SCANDINAVIAN-CANADIAN STUDIES/ÉTUDES SCANDINAVES AU CANADA
Vol. 19 (2010) pp.11-11.

Title: “Introduction”

Author: John Tucker
Statement of responsibility:
Marked up by
Martin Holmes
Statement of responsibility:
Editor/Rédacteur
John Tucker University of Victoria
Statement of responsibility:
Book Review Editor/Rédactrice des comptes rendus
Helga Thorson University of Victoria

Marked up to be included in the Scandinavian-Canadian Studies Journal
Source(s): Tucker, John. 2010. Introduction. Scandinavian-Canadian Studies Journal / Études scandinaves au Canada 19: 11-11.
Text classification:
Keywords:
editorial
  • MDH: started markup 26th October 2010
  • MDH: added page numbers from print journal edition 11th April 2012

“Introduction”

John Tucker

This volume of Scandinavian-Canadian Studies/Études scandinaves au Canada, the nineteenth since the journal was founded in 1983, is the first to be dedicated to a single subject—in this case Scandinavian cinema. From the beginning the collection was conceived of as both a journal issue and as a free-standing text. Thus it is being issued with both an ISSN number and an ISBN number.

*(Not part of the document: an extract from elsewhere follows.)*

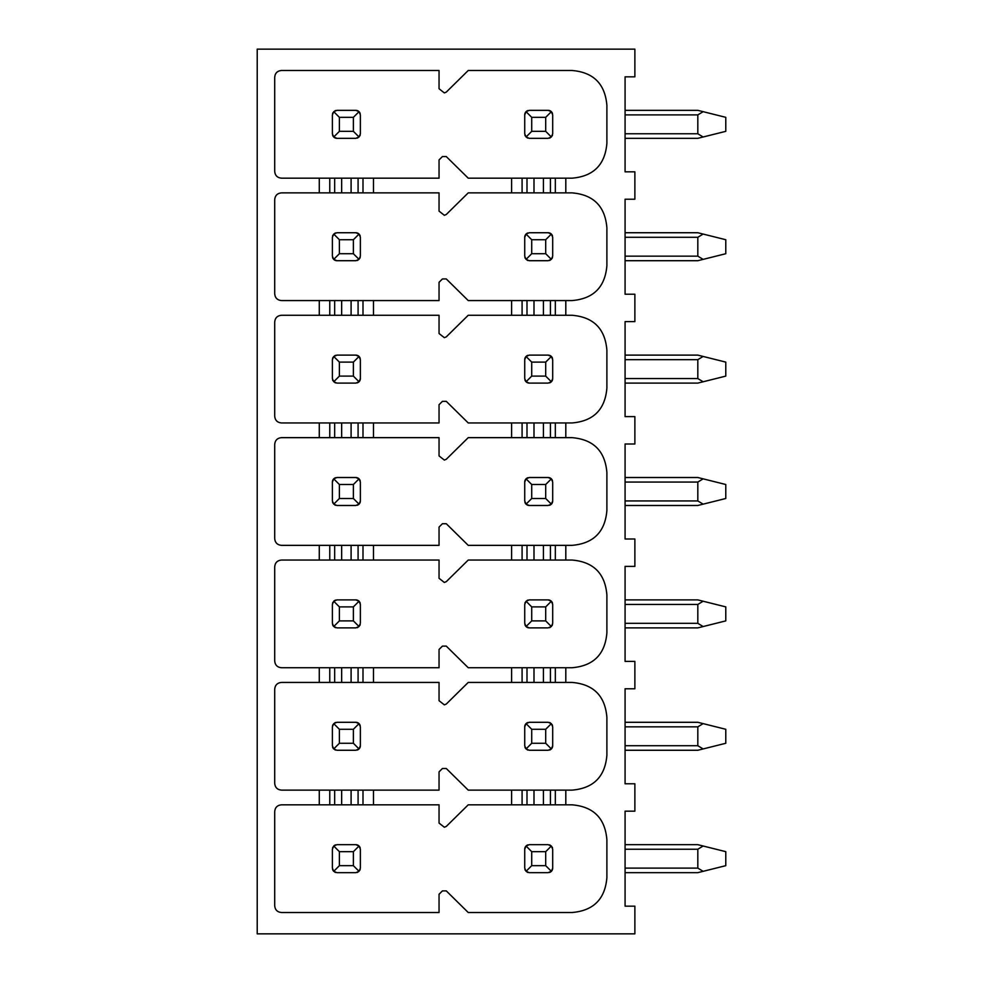 <?xml version="1.0" encoding="UTF-8"?>
<svg xmlns="http://www.w3.org/2000/svg" width="983" height="983" viewBox="0 0 983 983"><rect width="100%" height="100%" fill="white"/><g stroke="black" fill="none" stroke-linecap="round" stroke-linejoin="round"><path stroke-width="1.47" d="M634.871 933.85L257.214 933.85L257.214 49.15L634.871 49.15L634.871 76.834L625.077 76.834L625.077 171.828L634.871 171.828L634.871 199.217L625.077 199.217L625.077 294.224L634.871 294.224L634.871 321.613L625.077 321.613L625.077 416.608L634.871 416.608L634.871 443.997L625.077 443.997L625.077 539.003L634.871 539.003L634.871 566.392L625.077 566.392L625.077 661.387L634.871 661.387L634.871 688.776L625.077 688.776L625.077 783.783L634.871 783.783L634.871 811.172L625.077 811.172L625.077 906.166L634.871 906.166L634.871 933.85M319.278 192.865L281.691 192.865C277.353 193.196 275.019 195.531 274.699 199.868L274.699 293.585C275.019 297.91 277.353 300.245 281.691 300.577L319.278 300.577L319.278 315.26L281.691 315.26C277.353 315.58 275.019 317.914 274.699 322.252L274.699 415.969C275.019 420.306 277.353 422.641 281.691 422.96L319.278 422.96L319.278 437.644L281.691 437.644C277.353 437.976 275.019 440.31 274.699 444.648L274.699 538.352C275.019 542.69 277.353 545.024 281.691 545.356L319.278 545.356L319.278 560.04L281.691 560.04C277.353 560.359 275.019 562.694 274.699 567.031L274.699 660.748C275.019 665.086 277.353 667.42 281.691 667.74L319.278 667.74L319.278 682.423L281.691 682.423C277.353 682.755 275.019 685.09 274.699 689.415L274.699 783.132C275.019 787.469 277.353 789.804 281.691 790.135L319.278 790.135L319.278 804.819L281.691 804.819C277.353 805.138 275.019 807.473 274.699 811.811L274.699 905.527C275.019 909.865 277.353 912.199 281.691 912.519L439.045 912.519L439.045 894.26L442.411 890.905L446.27 890.881L468.24 912.519L571.934 912.519C593.474 910.75 605.123 899.089 606.892 877.549L606.892 839.789C605.123 818.237 593.474 806.588 571.934 804.819L555.334 804.819L555.334 790.135L571.934 790.135C593.474 788.366 605.123 776.705 606.892 755.165L606.892 717.393C605.123 695.853 593.474 684.193 571.934 682.423L555.334 682.423L555.334 667.74L571.934 667.74C593.474 665.97 605.123 654.322 606.892 632.769L606.892 595.01C605.123 573.458 593.474 561.809 571.934 560.04L555.334 560.04L555.334 545.356L571.934 545.356C593.474 543.587 605.123 531.926 606.892 510.386L606.892 472.614C605.123 451.074 593.474 439.413 571.934 437.644L555.334 437.644L555.334 422.96L571.934 422.96C593.474 421.191 605.123 409.542 606.892 387.99L606.892 350.231C605.123 328.678 593.474 317.03 571.934 315.26L555.334 315.26L555.334 300.577L571.934 300.577C593.474 298.807 605.123 287.147 606.892 265.607L606.892 227.835C605.123 206.295 593.474 194.634 571.934 192.865L555.334 192.865L555.334 178.181L571.934 178.181C593.474 176.412 605.123 164.763 606.892 143.211L606.892 105.451C605.123 83.911 593.474 72.251 571.934 70.481L468.24 70.481L446.27 92.119L444.341 92.906L439.045 88.74L439.045 70.481L281.691 70.481C277.353 70.801 275.019 73.135 274.699 77.473L274.699 171.189C275.019 175.527 277.353 177.862 281.691 178.181L319.278 178.181L319.278 192.865L362.997 192.865L362.997 178.181L439.045 178.181L439.045 159.922L442.411 156.567L446.27 156.555L468.24 178.181L511.615 178.181L511.615 192.865L468.24 192.865L446.27 214.503L444.341 215.302L439.045 211.124L439.045 192.865L362.997 192.865M373.479 790.135L439.045 790.135L439.045 771.876L442.411 768.509L446.27 768.497L468.24 790.135L511.615 790.135L511.615 804.819L468.24 804.819L446.27 826.445L444.341 827.244L439.045 823.078L439.045 804.819L362.997 804.819L362.997 790.135L373.479 790.135L373.479 804.819M373.479 667.74L439.045 667.74L439.045 649.48L442.411 646.126L446.27 646.114L468.24 667.74L511.615 667.74L511.615 682.423L468.24 682.423L446.27 704.061L444.341 704.86L439.045 700.682L439.045 682.423L362.997 682.423L362.997 667.74L373.479 667.74L373.479 682.423M373.479 545.356L439.045 545.356L439.045 527.097L442.411 523.73L446.27 523.718L468.24 545.356L511.615 545.356L511.615 560.04L468.24 560.04L446.27 581.666L444.341 582.464L439.045 578.299L439.045 560.04L362.997 560.04L362.997 545.356L373.479 545.356L373.479 560.04M373.479 422.96L439.045 422.96L439.045 404.701L442.411 401.347L446.27 401.334L468.24 422.96L511.615 422.96L511.615 437.644L468.24 437.644L446.27 459.282L444.341 460.081L439.045 455.903L439.045 437.644L362.997 437.644L362.997 422.96L373.479 422.96L373.479 437.644M373.479 300.577L439.045 300.577L439.045 282.318L442.411 278.951L446.27 278.939L468.24 300.577L511.615 300.577L511.615 315.26L468.24 315.26L446.27 336.886L444.341 337.685L439.045 333.52L439.045 315.26L362.997 315.26L362.997 300.577L373.479 300.577L373.479 315.26M625.077 260.704L697.819 260.704L725.786 253.712L725.786 239.729L697.819 232.738L625.077 232.738M703.14 259.377L697.819 256.158L697.819 237.284L703.14 234.065M625.077 355.121L697.819 355.121L625.077 355.121L697.819 355.121L725.786 362.113L725.786 376.108L703.14 381.773L697.819 378.553L697.819 359.667L703.14 356.46M625.077 383.1L697.819 383.1L625.077 383.1L697.819 383.1L703.14 381.773M625.077 477.517L697.819 477.517L625.077 477.517M625.077 505.483L697.819 505.483L625.077 505.483L697.819 505.483L725.786 498.492L725.786 484.508L697.819 477.517M703.14 504.156L697.819 500.937L697.819 482.063L703.14 478.844M625.077 627.879L697.819 627.879L625.077 627.879L697.819 627.879L725.786 620.887L725.786 606.892L697.819 599.9L625.077 599.9M703.14 626.54L697.819 623.333L697.819 604.447L703.14 601.227M625.077 722.296L697.819 722.296L625.077 722.296L697.819 722.296L725.786 729.288L725.786 743.271L703.14 748.935L697.819 745.716L697.819 726.842L703.14 723.623M625.077 750.262L697.819 750.262L703.14 748.935M625.077 872.658L697.819 872.658L725.786 865.667L725.786 851.671L697.819 844.68L625.077 844.68M703.14 871.319L697.819 868.112L697.819 849.226L703.14 846.007M625.077 110.342L697.819 110.342L625.077 110.342M697.819 138.32L625.077 138.32L697.819 138.32L625.077 138.32L697.819 138.32L725.786 131.329L725.786 117.333L697.819 110.342M703.14 136.993L697.819 133.774L697.819 114.888L703.14 111.681M362.997 804.819L319.278 804.819M329.76 804.819L329.76 790.135L319.278 790.135M329.76 790.135L362.997 790.135M362.997 682.423L319.278 682.423M329.76 682.423L329.76 667.74L319.278 667.74M329.76 667.74L362.997 667.74M362.997 560.04L319.278 560.04M329.76 560.04L329.76 545.356L319.278 545.356M329.76 545.356L362.997 545.356M362.997 437.644L319.278 437.644M329.76 437.644L329.76 422.96L319.278 422.96M329.76 422.96L362.997 422.96M362.997 315.26L319.278 315.26M329.76 315.26L329.76 300.577L319.278 300.577M329.76 300.577L362.997 300.577M329.76 192.865L329.76 178.181L319.278 178.181M329.76 178.181L362.997 178.181M511.615 192.865L522.084 192.865L522.084 178.181L511.615 178.181M522.084 178.181L555.334 178.181M522.084 192.865L555.334 192.865M511.615 315.26L522.084 315.26L522.084 300.577L511.615 300.577M522.084 300.577L555.334 300.577M522.084 315.26L555.334 315.26M511.615 437.644L522.084 437.644L522.084 422.96L511.615 422.96M522.084 422.96L555.334 422.96M522.084 437.644L555.334 437.644M511.615 560.04L522.084 560.04L522.084 545.356L511.615 545.356M522.084 545.356L555.334 545.356M522.084 560.04L555.334 560.04M511.615 682.423L522.084 682.423L522.084 667.74L511.615 667.74M522.084 667.74L555.334 667.74M522.084 682.423L555.334 682.423M511.615 804.819L522.084 804.819L522.084 790.135L511.615 790.135M522.084 790.135L555.334 790.135M522.084 804.819L555.334 804.819M332.573 869.39A4.546 4.546 0 0 0 333.729 871.319L332.389 868.112L332.389 849.226L333.729 846.007L336.936 844.68L355.821 844.68L359.041 846.007L360.368 849.226L360.368 868.112L359.041 871.319L355.821 872.658L336.936 872.658L333.729 871.319L339.393 865.667L353.376 865.667L353.376 851.671L339.393 851.671L339.393 865.667M334.834 872.142A4.546 4.546 0 0 0 335.658 872.474M357.112 872.474A4.546 4.546 0 0 0 357.923 872.142M359.852 870.213A4.546 4.546 0 0 0 360.183 869.39M360.183 847.948A4.546 4.546 0 0 0 355.821 844.68M335.658 844.864A4.546 4.546 0 0 0 333.729 846.007L339.393 851.671M332.905 847.125A4.546 4.546 0 0 0 332.573 847.948M524.91 869.39A4.546 4.546 0 0 0 525.229 870.213M527.171 872.142A4.546 4.546 0 0 0 527.982 872.474M549.436 872.474A4.546 4.546 0 0 0 552.692 868.112L551.365 871.319L548.145 872.658L529.272 872.658L526.052 871.319L531.717 865.667L545.7 865.667L545.7 851.671L531.717 851.671L531.717 865.667M552.507 847.948A4.546 4.546 0 0 0 552.176 847.125M550.247 845.196A4.546 4.546 0 0 0 549.436 844.864M527.982 844.864A4.546 4.546 0 0 0 524.725 849.226L526.052 846.007L529.272 844.68L548.145 844.68L551.365 846.007L545.7 851.671M359.041 871.319L353.376 865.667M359.041 846.007L353.376 851.671M526.052 846.007L531.717 851.671M526.052 871.319L524.725 868.112L524.725 849.226M551.365 871.319L545.7 865.667M551.365 846.007L552.692 849.226L552.692 868.112M332.573 747.006A4.546 4.546 0 0 0 333.729 748.935L332.389 745.716L332.389 726.842L333.729 723.623L336.936 722.296L355.821 722.296L359.041 723.623L360.368 726.842L360.368 745.716L359.041 748.935L355.821 750.262L336.936 750.262L333.729 748.935L339.393 743.271L353.376 743.271L353.376 729.288L339.393 729.288L339.393 743.271M334.834 749.746A4.546 4.546 0 0 0 335.658 750.078M357.112 750.078A4.546 4.546 0 0 0 360.368 745.716M360.183 725.552A4.546 4.546 0 0 0 355.821 722.296M335.658 722.48A4.546 4.546 0 0 0 334.834 722.8M332.905 724.741A4.546 4.546 0 0 0 332.573 725.552M524.91 747.006A4.546 4.546 0 0 0 526.052 748.935L531.717 743.271L545.7 743.271L545.7 729.288L531.717 729.288L531.717 743.271M527.171 749.746A4.546 4.546 0 0 0 527.982 750.078M549.436 750.078A4.546 4.546 0 0 0 552.692 745.716L551.365 748.935L548.145 750.262L529.272 750.262L526.052 748.935L524.725 745.716L524.725 726.842L526.052 723.623L529.272 722.296L548.145 722.296L551.365 723.623L545.7 729.288M552.507 725.552A4.546 4.546 0 0 0 552.176 724.741M550.247 722.8A4.546 4.546 0 0 0 549.436 722.48M527.982 722.48A4.546 4.546 0 0 0 524.725 726.842M359.041 748.935L353.376 743.271M359.041 723.623L353.376 729.288M333.729 723.623L339.393 729.288M526.052 723.623L531.717 729.288M551.365 748.935L545.7 743.271M551.365 723.623L552.692 726.842L552.692 745.716M332.573 624.61A4.546 4.546 0 0 0 333.729 626.54L332.389 623.333L332.389 604.447L333.729 601.227L336.936 599.9L355.821 599.9L359.041 601.227L360.368 604.447L360.368 623.333L359.041 626.54L355.821 627.879L336.936 627.879L333.729 626.54L339.393 620.887L353.376 620.887L353.376 606.892L339.393 606.892L339.393 620.887M334.834 627.363A4.546 4.546 0 0 0 335.658 627.695M357.112 627.695A4.546 4.546 0 0 0 357.923 627.363M359.852 625.434A4.546 4.546 0 0 0 360.183 624.61M360.183 603.169A4.546 4.546 0 0 0 355.821 599.9M335.658 600.085A4.546 4.546 0 0 0 333.729 601.227L339.393 606.892M332.905 602.346A4.546 4.546 0 0 0 332.573 603.169M524.91 624.61A4.546 4.546 0 0 0 529.272 627.879L548.145 627.879L551.365 626.54L545.7 620.887L545.7 606.892L531.717 606.892L531.717 620.887L545.7 620.887M549.436 627.695A4.546 4.546 0 0 0 550.247 627.363M552.176 625.434A4.546 4.546 0 0 0 552.507 624.61M552.507 603.169A4.546 4.546 0 0 0 548.145 599.9L529.272 599.9L526.052 601.227L531.717 606.892M527.982 600.085A4.546 4.546 0 0 0 527.171 600.416M525.229 602.346A4.546 4.546 0 0 0 524.91 603.169M359.041 626.54L353.376 620.887M359.041 601.227L353.376 606.892M548.145 599.9L551.365 601.227L545.7 606.892M529.272 627.879L526.052 626.54L524.725 623.333L524.725 604.447L526.052 601.227M526.052 626.54L531.717 620.887M551.365 601.227L552.692 604.447L552.692 623.333L551.365 626.54M332.573 502.227A4.546 4.546 0 0 0 332.905 503.038M334.834 504.979A4.546 4.546 0 0 0 335.658 505.299M357.112 505.299A4.546 4.546 0 0 0 360.368 500.937L359.041 504.156L355.821 505.483L336.936 505.483L333.729 504.156L332.389 500.937L332.389 482.063L333.729 478.844L336.936 477.517L355.821 477.517L359.041 478.844L360.368 482.063L360.368 500.937M360.183 480.773A4.546 4.546 0 0 0 355.821 477.517M335.658 477.701A4.546 4.546 0 0 0 332.389 482.063M524.91 502.227A4.546 4.546 0 0 0 529.272 505.483L548.145 505.483L551.365 504.156L545.7 498.492L545.7 484.508L531.717 484.508L531.717 498.492L545.7 498.492M549.436 505.299A4.546 4.546 0 0 0 552.692 500.937L551.365 504.156M552.507 480.773A4.546 4.546 0 0 0 548.145 477.517L529.272 477.517L526.052 478.844L531.717 484.508M527.982 477.701A4.546 4.546 0 0 0 524.725 482.063L526.052 478.844M333.729 504.156L339.393 498.492L353.376 498.492L353.376 484.508L339.393 484.508L339.393 498.492M359.041 504.156L353.376 498.492M359.041 478.844L353.376 484.508M333.729 478.844L339.393 484.508M548.145 477.517L551.365 478.844L545.7 484.508M529.272 505.483L526.052 504.156L531.717 498.492M526.052 504.156L524.725 500.937L524.725 482.063M551.365 478.844L552.692 482.063L552.692 500.937M332.573 379.831A4.546 4.546 0 0 0 332.905 380.654M334.834 382.584A4.546 4.546 0 0 0 335.658 382.915M357.112 382.915A4.546 4.546 0 0 0 360.368 378.553L359.041 381.773L355.821 383.1L336.936 383.1L333.729 381.773L332.389 378.553L332.389 359.667L333.729 356.46L336.936 355.121L355.821 355.121L359.041 356.46L360.368 359.667L360.368 378.553M360.183 358.39A4.546 4.546 0 0 0 355.821 355.121M335.658 355.305A4.546 4.546 0 0 0 334.834 355.637M332.905 357.566A4.546 4.546 0 0 0 332.573 358.39M524.91 379.831A4.546 4.546 0 0 0 529.272 383.1L548.145 383.1L551.365 381.773L545.7 376.108L545.7 362.113L531.717 362.113L531.717 376.108L545.7 376.108M549.436 382.915A4.546 4.546 0 0 0 552.692 378.553L551.365 381.773M552.507 358.39A4.546 4.546 0 0 0 548.145 355.121L529.272 355.121L526.052 356.46L531.717 362.113M527.982 355.305A4.546 4.546 0 0 0 524.725 359.667L526.052 356.46M333.729 381.773L339.393 376.108L353.376 376.108L353.376 362.113L339.393 362.113L339.393 376.108M359.041 381.773L353.376 376.108M359.041 356.46L353.376 362.113M333.729 356.46L339.393 362.113M548.145 355.121L551.365 356.46L545.7 362.113M529.272 383.1L526.052 381.773L531.717 376.108M526.052 381.773L524.725 378.553L524.725 359.667M551.365 356.46L552.692 359.667L552.692 378.553M332.573 257.448A4.546 4.546 0 0 0 336.936 260.704L333.729 259.377L332.389 256.158L332.389 237.284L333.729 234.065L336.936 232.738L355.821 232.738L359.041 234.065L360.368 237.284L360.368 256.158L359.041 259.377L355.821 260.704L336.936 260.704M357.112 260.52A4.546 4.546 0 0 0 357.923 260.2M359.852 258.259A4.546 4.546 0 0 0 360.183 257.448M360.183 235.994A4.546 4.546 0 0 0 355.821 232.738M335.658 232.922A4.546 4.546 0 0 0 334.834 233.254M332.905 235.183A4.546 4.546 0 0 0 332.573 235.994M524.91 257.448A4.546 4.546 0 0 0 525.229 258.259M527.171 260.2A4.546 4.546 0 0 0 527.982 260.52M549.436 260.52A4.546 4.546 0 0 0 550.247 260.2M552.176 258.259A4.546 4.546 0 0 0 552.507 257.448M552.507 235.994A4.546 4.546 0 0 0 548.145 232.738L529.272 232.738L526.052 234.065L531.717 239.729L531.717 253.712L545.7 253.712L545.7 239.729L531.717 239.729M527.982 232.922A4.546 4.546 0 0 0 524.725 237.284L526.052 234.065M333.729 259.377L339.393 253.712L353.376 253.712L353.376 239.729L339.393 239.729L339.393 253.712M359.041 259.377L353.376 253.712M359.041 234.065L353.376 239.729M333.729 234.065L339.393 239.729M548.145 232.738L551.365 234.065L545.7 239.729M551.365 234.065L552.692 237.284L552.692 256.158L551.365 259.377L548.145 260.704L529.272 260.704L526.052 259.377L531.717 253.712M526.052 259.377L524.725 256.158L524.725 237.284M551.365 259.377L545.7 253.712M332.573 135.052A4.546 4.546 0 0 0 336.936 138.32L333.729 136.993L332.389 133.774L332.389 114.888L333.729 111.681L336.936 110.342L355.821 110.342L359.041 111.681L360.368 114.888L360.368 133.774L359.041 136.993L355.821 138.32L336.936 138.32M357.112 138.136A4.546 4.546 0 0 0 357.923 137.804M359.852 135.875A4.546 4.546 0 0 0 360.183 135.052M360.183 113.61A4.546 4.546 0 0 0 355.821 110.342M335.658 110.526A4.546 4.546 0 0 0 334.834 110.858M332.905 112.787A4.546 4.546 0 0 0 332.573 113.61M524.91 135.052A4.546 4.546 0 0 0 525.229 135.875M527.171 137.804A4.546 4.546 0 0 0 527.982 138.136M549.436 138.136A4.546 4.546 0 0 0 550.247 137.804M552.176 135.875A4.546 4.546 0 0 0 552.507 135.052M552.507 113.61A4.546 4.546 0 0 0 548.145 110.342L529.272 110.342L526.052 111.681L531.717 117.333L531.717 131.329L545.7 131.329L545.7 117.333L531.717 117.333M527.982 110.526A4.546 4.546 0 0 0 524.725 114.888L526.052 111.681M333.729 136.993L339.393 131.329L353.376 131.329L353.376 117.333L339.393 117.333L339.393 131.329M359.041 136.993L353.376 131.329M359.041 111.681L353.376 117.333M333.729 111.681L339.393 117.333M548.145 110.342L551.365 111.681L545.7 117.333M551.365 111.681L552.692 114.888L552.692 133.774L551.365 136.993L548.145 138.32L529.272 138.32L526.052 136.993L531.717 131.329M526.052 136.993L524.725 133.774L524.725 114.888M551.365 136.993L545.7 131.329M565.803 790.135L565.803 804.819M565.803 667.74L565.803 682.423M565.803 545.356L565.803 560.04M565.803 422.96L565.803 437.644M565.803 300.577L565.803 315.26M565.803 178.181L565.803 192.865M373.479 178.181L373.479 192.865M697.819 237.284L625.077 237.284M625.077 256.158L697.819 256.158M697.819 359.667L625.077 359.667M625.077 378.553L697.819 378.553M697.819 482.063L625.077 482.063M625.077 500.937L697.819 500.937M697.819 604.447L625.077 604.447M625.077 623.333L697.819 623.333M697.819 726.842L625.077 726.842M625.077 745.716L697.819 745.716M697.819 849.226L625.077 849.226M625.077 868.112L697.819 868.112M697.819 114.888L625.077 114.888M625.077 133.774L697.819 133.774M526.999 192.865L526.999 178.181M533.99 192.865L533.99 178.181M543.427 192.865L543.427 178.181M550.419 192.865L550.419 178.181M526.999 315.26L526.999 300.577M533.99 315.26L533.99 300.577M543.427 315.26L543.427 300.577M550.419 315.26L550.419 300.577M526.999 437.644L526.999 422.96M533.99 437.644L533.99 422.96M543.427 437.644L543.427 422.96M550.419 437.644L550.419 422.96M526.999 560.04L526.999 545.356M533.99 560.04L533.99 545.356M543.427 560.04L543.427 545.356M550.419 560.04L550.419 545.356M526.999 682.423L526.999 667.74M533.99 682.423L533.99 667.74M543.427 682.423L543.427 667.74M550.419 682.423L550.419 667.74M526.999 804.819L526.999 790.135M533.99 804.819L533.99 790.135M543.427 804.819L543.427 790.135M550.419 804.819L550.419 790.135M358.082 192.865L358.082 178.181M351.103 192.865L351.103 178.181M341.654 192.865L341.654 178.181M334.675 192.865L334.675 178.181M358.082 315.26L358.082 300.577M351.103 315.26L351.103 300.577M341.654 315.26L341.654 300.577M334.675 315.26L334.675 300.577M358.082 437.644L358.082 422.96M351.103 437.644L351.103 422.96M341.654 437.644L341.654 422.96M334.675 437.644L334.675 422.96M358.082 560.04L358.082 545.356M351.103 560.04L351.103 545.356M341.654 560.04L341.654 545.356M334.675 560.04L334.675 545.356M358.082 682.423L358.082 667.74M351.103 682.423L351.103 667.74M341.654 682.423L341.654 667.74M334.675 682.423L334.675 667.74M358.082 804.819L358.082 790.135M351.103 804.819L351.103 790.135M341.654 804.819L341.654 790.135M334.675 804.819L334.675 790.135"/></g></svg>

Our hope is that this double publication will make the text available to as wide a readership as possible, an effort that will be enhanced by the open access electronic publication that will follow in due course at scancan.net.
The effort to reach a wide readership attests also to a double conviction: on the one hand, that Scandinavian Cinema matters in the world; on the other, that the articles here included will lead to a better and fuller understanding both of the phenomenon as a whole and of many of the important auteurs, films, national traditions of which it is comprised, not to mention its evolution over time. Most the articles included were invited, but authors were left free to explore the topics of their choice rather than being asked to participate in a more systematic exercise. The result is a heterogeneous set of personal essays, each marked by its own style and approach. Yet taken together they offer a surprisingly coherent conspectus—or so we think.
Collections such as this involve a significant amount of work, and not only for editors and our technical support—to whom our thanks. To the many referees who read these and other essays, our debts of gratitude are real. They are also un-repayable, at least by us, though in the great, anonymous economy of scholarship these readers must doubtless be beneficiaries as well donors. Similarly we are indebted to our contributors, who put up with a good deal of editorial interference and in some cases waited longer than they could have wished for their works to appear. We hope that everyone involved will think the final result a worthy requital of their patient efforts.
For those who wonder at the decision to use Scandinavian rather than Nordic in the title of this volume, we can only say that the association that owns the journal, the Association for the Advancement of Scandinavian Studies in Canada, has long struggled with its name. We are not unaware that the word choice could be challenged; we trust that our Finnish and Icelandic colleagues will understand.